The d and e parameters are related to the dislocation density and effective outer cut-off radius of dislocations, respectively. The q value is the dislocation character (edge versus screw). The theoretical character of the dislocations q parameter is obtained from [16].

The theoretical q parameter is subsequently compared with the experimental q obtained from the CMWP program. If the value of the experimental q parameter closely aligns with the q value estimated for edge dislocations, then the dislocations are characterized as edge dislocations. Conversely, if the experimental q value closely matches the q value estimated for screw dislocations, then the dislocations exhibit a screw character, as described by T. Ungar et Al. Finally, if the experimental q value falls near the average of the edge and screw q values, the dislocations are considered to have a mixed character. The arrangement parameter M is expressed as [17,18]:

$$M={R^{*}}_e\sqrt{\rho }$$

(7)

The dimensionless parameter $M=R_e\sqrt{\rho }$ describes the arrangement of dislocations, where the physical significance of R_e (the effective outer cut-off radius of dislocations) aligns with that in the elastic stored energy of dislocations. M assumes a high value when dislocations are unrelated and randomly dispersed, causing their associated strain fields to extend over a significant distance. In such cases, M exceeds one (i.e., M > 1). Conversely, when dislocations of opposing signs are closely correlated and situated near each other, resulting in strain fields that extend over a short distance due to screening, M assumes a low value (M < 1) [15].
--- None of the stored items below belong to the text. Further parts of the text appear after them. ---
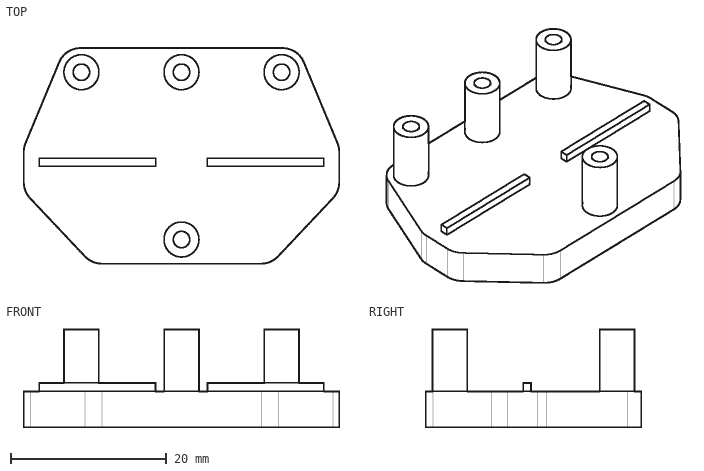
import cadquery as cq

plate_length = 40.6
plate_width = 27.77
plate_height = 4.63
corner_radius = 3.0

back_edge_half_length = 15.0
front_edge_half_length = 11.55
side_edge_back_inset = 12.8
side_edge_front_inset = 9.3

total_height = 12.6
post_height = total_height - plate_height
post_diameter = 4.5
post_hole_diameter = 2.1
post_edge_inset = 3.13
post_spacing = 12.85

rib_length = 15.0
rib_width = 1.0
rib_height = 1.1
rib_end_inset = 2.0
rib_y = -0.8

half_length = plate_length / 2
half_width = plate_width / 2


def make_plate():
    """Eight-sided plate with rounded vertical corners."""
    right_corners = [
        (front_edge_half_length, -half_width),
        (half_length, -half_width + side_edge_front_inset),
        (half_length, half_width - side_edge_back_inset),
        (back_edge_half_length, half_width),
    ]
    left_corners = [(-x, y) for x, y in reversed(right_corners)]
    return (
        cq.Workplane("XY")
        .polyline(right_corners + left_corners)
        .close()
        .extrude(plate_height)
        .edges("|Z")
        .fillet(corner_radius)
    )


def make_posts():
    """Three posts along the back edge and one at the middle of the front edge.

    Each hole is blind and ends at the plate's top face.
    """
    post_y = half_width - post_edge_inset
    centers = [(x, post_y) for x in (-post_spacing, 0, post_spacing)]
    centers.append((0, -post_y))
    return (
        cq.Workplane("XY")
        .workplane(offset=plate_height)
        .pushPoints(centers)
        .circle(post_diameter / 2)
        .circle(post_hole_diameter / 2)
        .extrude(post_height)
    )


def make_ribs():
    """Two ribs in line, one on each side of the plate's centre."""
    rib_x = half_length - rib_end_inset - rib_length / 2
    return (
        cq.Workplane("XY")
        .workplane(offset=plate_height)
        .pushPoints([(-rib_x, rib_y), (rib_x, rib_y)])
        .rect(rib_length, rib_width)
        .extrude(rib_height)
    )


result = make_plate().union(make_posts()).union(make_ribs())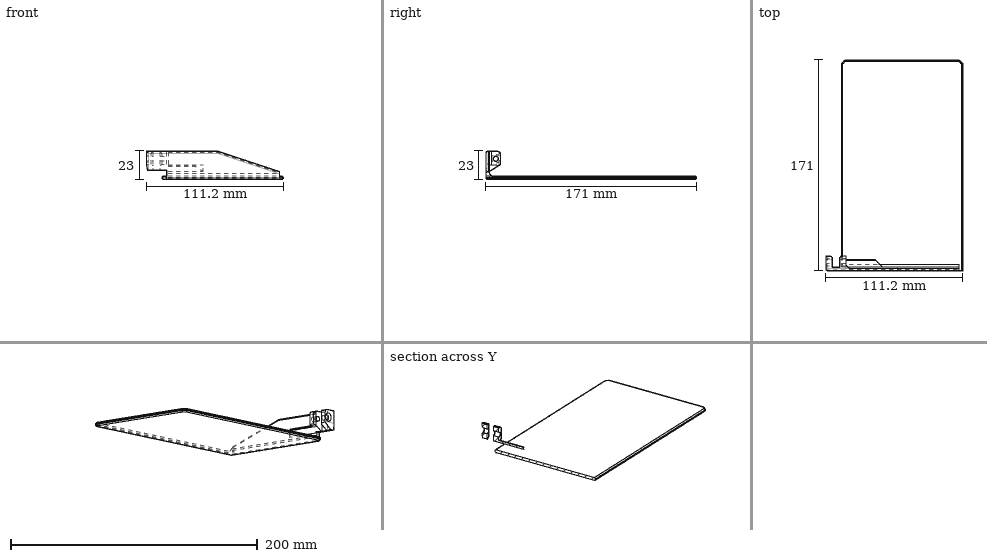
import cadquery as cq

length = 111.2
depth = 171.0
height = 23.0

plate_left = 12.7
plate_thickness = 2.9
plate_bevel = 1.0
plate_corner = 2.9

wall_thickness = 3.0
wall_front_radius = 1.7
wall_bottom_bevel = 1.2
wall_back_bevel = 1.0
wall_foot_bevel = 1.9
wall_left = 16.6
wall_right = 108.2
slope_start = 58.1
slope_end_height = 6.5

arm_bottom = 7.4
arm_bottom_bevel = 0.5
lug_width = 5.3
lug_depth = 12.0
lug_top_radius = 2.7
lug_corner = 1.4
lug_back_bottom = 12.3
underside_start = 4.1
second_lug_left = wall_left - lug_width
web_size = 2.5
arm_relief = 1.0
arm_relief_top = 12.8

hinge_front = (wall_front_radius + wall_thickness - wall_back_bevel) / 2

hole_diameter = 4.0
countersink_diameter = 6.8
hole_y = 8.0
hole_z = 17.0

shelf_top = 12.0
shelf_depth = 9.2
shelf_bevel = 0.7
shelf_right = 39.8


def extrude_along_x(points, start, end):
    """Extrude a (Y, Z) outline from X = start to X = end."""
    return cq.Workplane("YZ", origin=(start, 0, 0)).polyline(points).close().extrude(end - start)


def extrude_along_y(points, start, end):
    """Extrude an (X, Z) outline from Y = start to Y = end."""
    return cq.Workplane("XZ", origin=(0, start, 0)).polyline(points).close().extrude(start - end)


def underside_height(y):
    """Height of the sloping underside shared by the lugs and the shelf."""
    rise = (lug_back_bottom - arm_bottom) / (lug_depth - underside_start)
    return arm_bottom + rise * (y - underside_start)


def make_plate():
    plate = cq.Workplane("XY").box(length - plate_left, depth, plate_thickness, centered=False)
    plate = plate.translate((plate_left, 0, 0))
    plate = plate.edges("|Z and >Y").chamfer(plate_corner)
    top_and_bottom = plate.faces("<Z or >Z").edges("not <Y")
    plate = top_and_bottom.chamfer(plate_bevel)
    clearance = cq.Workplane("XY").box(wall_left, wall_thickness, plate_thickness, centered=False)
    return plate.cut(clearance)


def top_edges():
    """Select by midpoint the level and sloping edges along the top of the wall."""
    low_corner = (wall_left, -depth, slope_end_height + 1.7)
    high_corner = (wall_right - 1.7, depth, height + 1.7)
    return cq.selectors.BoxSelector(low_corner, high_corner)


def make_wall():
    outline = [
        (0, arm_bottom),
        (0, height),
        (slope_start, height),
        (wall_right, slope_end_height),
        (wall_right, 0),
        (wall_left, 0),
        (wall_left, arm_bottom),
    ]
    wall = extrude_along_y(outline, 0, wall_thickness)
    wall = wall.edges(">Y").edges(top_edges()).chamfer(wall_back_bevel)
    rounded_edges = top_edges() + cq.StringSyntaxSelector("<X")
    return wall.edges("<Y").edges(rounded_edges).fillet(wall_front_radius)


def make_foot():
    foot_back = wall_thickness + wall_foot_bevel
    foot = [
        (wall_thickness, 0),
        (foot_back, plate_thickness),
        (wall_thickness, plate_thickness + wall_foot_bevel),
    ]
    return extrude_along_x(foot, wall_left, wall_right)


def make_lug(left, slot_side):
    profile = [
        (hinge_front, arm_bottom),
        (underside_start, arm_bottom),
        (lug_depth, lug_back_bottom),
        (lug_depth, height),
        (hinge_front, height),
    ]
    lug = extrude_along_x(profile, left, left + lug_width)
    lug = lug.edges("|Z and >Y").edges(slot_side).chamfer(lug_corner)
    return lug.edges(">Y").edges(">Z").fillet(lug_top_radius)


def make_hinge():
    hinge = make_lug(0, ">X").union(make_lug(second_lug_left, "<X"))
    bridge_depth = wall_thickness - hinge_front
    bridge = cq.Workplane("XY").box(wall_left, bridge_depth, height - arm_bottom, centered=False)
    hinge = hinge.union(bridge.translate((0, hinge_front, arm_bottom)))
    web = (
        cq.Workplane("XY", origin=(wall_left, hinge_front, arm_bottom))
        .polyline([(0, 0), (web_size, 0), (0, web_size)])
        .close()
        .extrude(height - arm_bottom)
    )
    return hinge.union(web)


def make_shelf():
    profile = [
        (wall_thickness, underside_height(wall_thickness)),
        (shelf_depth, underside_height(shelf_depth)),
        (shelf_depth, shelf_top - shelf_bevel),
        (shelf_depth - shelf_bevel, shelf_top),
        (wall_thickness, shelf_top),
    ]
    shelf_reach = shelf_depth - wall_thickness
    shelf = extrude_along_x(profile, wall_left, shelf_right + shelf_reach)
    plan = [
        (wall_left, wall_thickness),
        (shelf_right + shelf_reach, wall_thickness),
        (shelf_right, shelf_depth),
        (wall_left, shelf_depth),
    ]
    return shelf.intersect(cq.Workplane("XY").polyline(plan).close().extrude(height))


def make_hole():
    hole = cq.Workplane("YZ").center(hole_y, hole_z).circle(hole_diameter / 2).extrude(wall_left)
    sink_depth = (countersink_diameter - hole_diameter) / 2
    sink = cq.Solid.makeCone(
        countersink_diameter / 2,
        hole_diameter / 2,
        sink_depth,
        cq.Vector(0, hole_y, hole_z),
        cq.Vector(1, 0, 0),
    )
    return hole.union(cq.Workplane(sink))


def make_arm_relief():
    wedge = [(0, arm_bottom), (arm_relief, arm_bottom), (0, arm_relief_top)]
    return extrude_along_y(wedge, 0, lug_depth)


def make_bottom_bevel(size, bottom, start, end):
    """Cutter for the front edge at the given bottom height."""
    corner = [(0, bottom), (size, bottom), (0, bottom + size)]
    return extrude_along_x(corner, start, end)


result = make_plate().union(make_wall()).union(make_foot())
result = result.union(make_hinge()).union(make_shelf())
result = result.cut(make_hole()).cut(make_arm_relief())
result = result.cut(make_bottom_bevel(wall_bottom_bevel, 0, wall_left, length))
result = result.cut(make_bottom_bevel(arm_bottom_bevel, arm_bottom, 0, wall_left))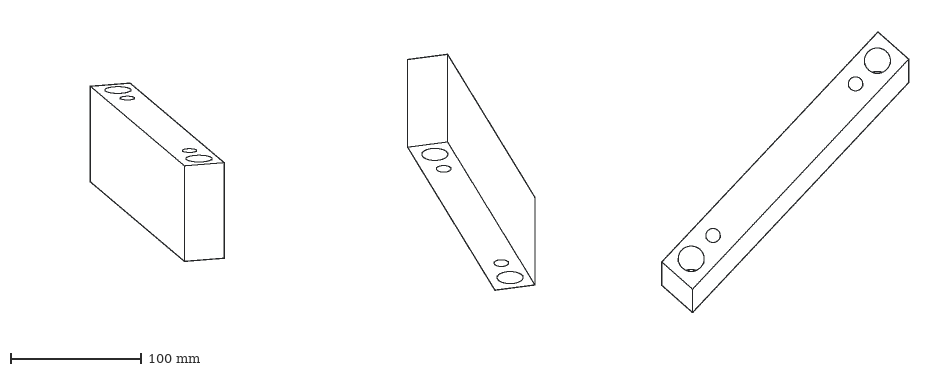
import cadquery as cq

length = 246.0
width = 32.0
height = 76.0

large_diameter = 20.0
large_spacing = 211.8
small_diameter = 11.0
small_spacing = 162.0
hole_row_offset = 1.0


def drill_pair(body, spacing, diameter):
    """Drill two holes through the full height, mirrored about X = 0."""
    centers = [(side * spacing / 2, hole_row_offset) for side in (-1, 1)]
    return body.faces(">Z").workplane(origin=(0, 0, 0)).pushPoints(centers).hole(diameter)


block = cq.Workplane("XY").box(length, width, height)
block = drill_pair(block, large_spacing, large_diameter)
result = drill_pair(block, small_spacing, small_diameter)

In our research, we synthesized Al₄C₃ powder through mechanical milling of aluminum and graphite, followed by thermal treatment. Our analysis focused on three key factors contributing to the strengthening of the aluminum matrix: dislocation density, crystallite size, and particle dispersion. Additionally, we compared the strain field distribution at the metal–nanorod interface with the microstructural parameters observed in CMWP.

2. Materials and Methods

The Al₄C₃ reinforcement powder was produced through a reaction between Al and C following the methodology outlined in our previous work [19]. The resulting powder (named mixture powder Mix) consists of approximately 51 wt.% Al₄C₃ particles with an average size of 13 nm, around 3 wt.% of C phase with an average size of 20 nm, and the remaining portion is composed of Al. The Al composites were produced by mixing Al powder (99.5% purity, Sigma-Aldrich, St. Louis, MO, USA) with 1 and 2 wt.% of Mix, each Al–Mix mixtures were mechanically milled in a high energy Simoloyer mill (Zoz GmbH, Wenden, Germany) for 8 h. Argon was used as the milling atmosphere and ~4 mL methanol as a process-control agent. The device and milling media used were made from hardened steel. The milling ball to powder weight ratio was set to 50:1. Consolidated samples of 6 mm diameter and 12 mm length were obtained by pressing the powder mixtures for 2 min at ~1250 MPa in uniaxial load. After that, the samples were sintered at different times: 2 h, 4 h and 6 h at 550 °C.

Table 1. Compositions for studied Al–Al₄C₃ and samples nomenclature (in wt.%).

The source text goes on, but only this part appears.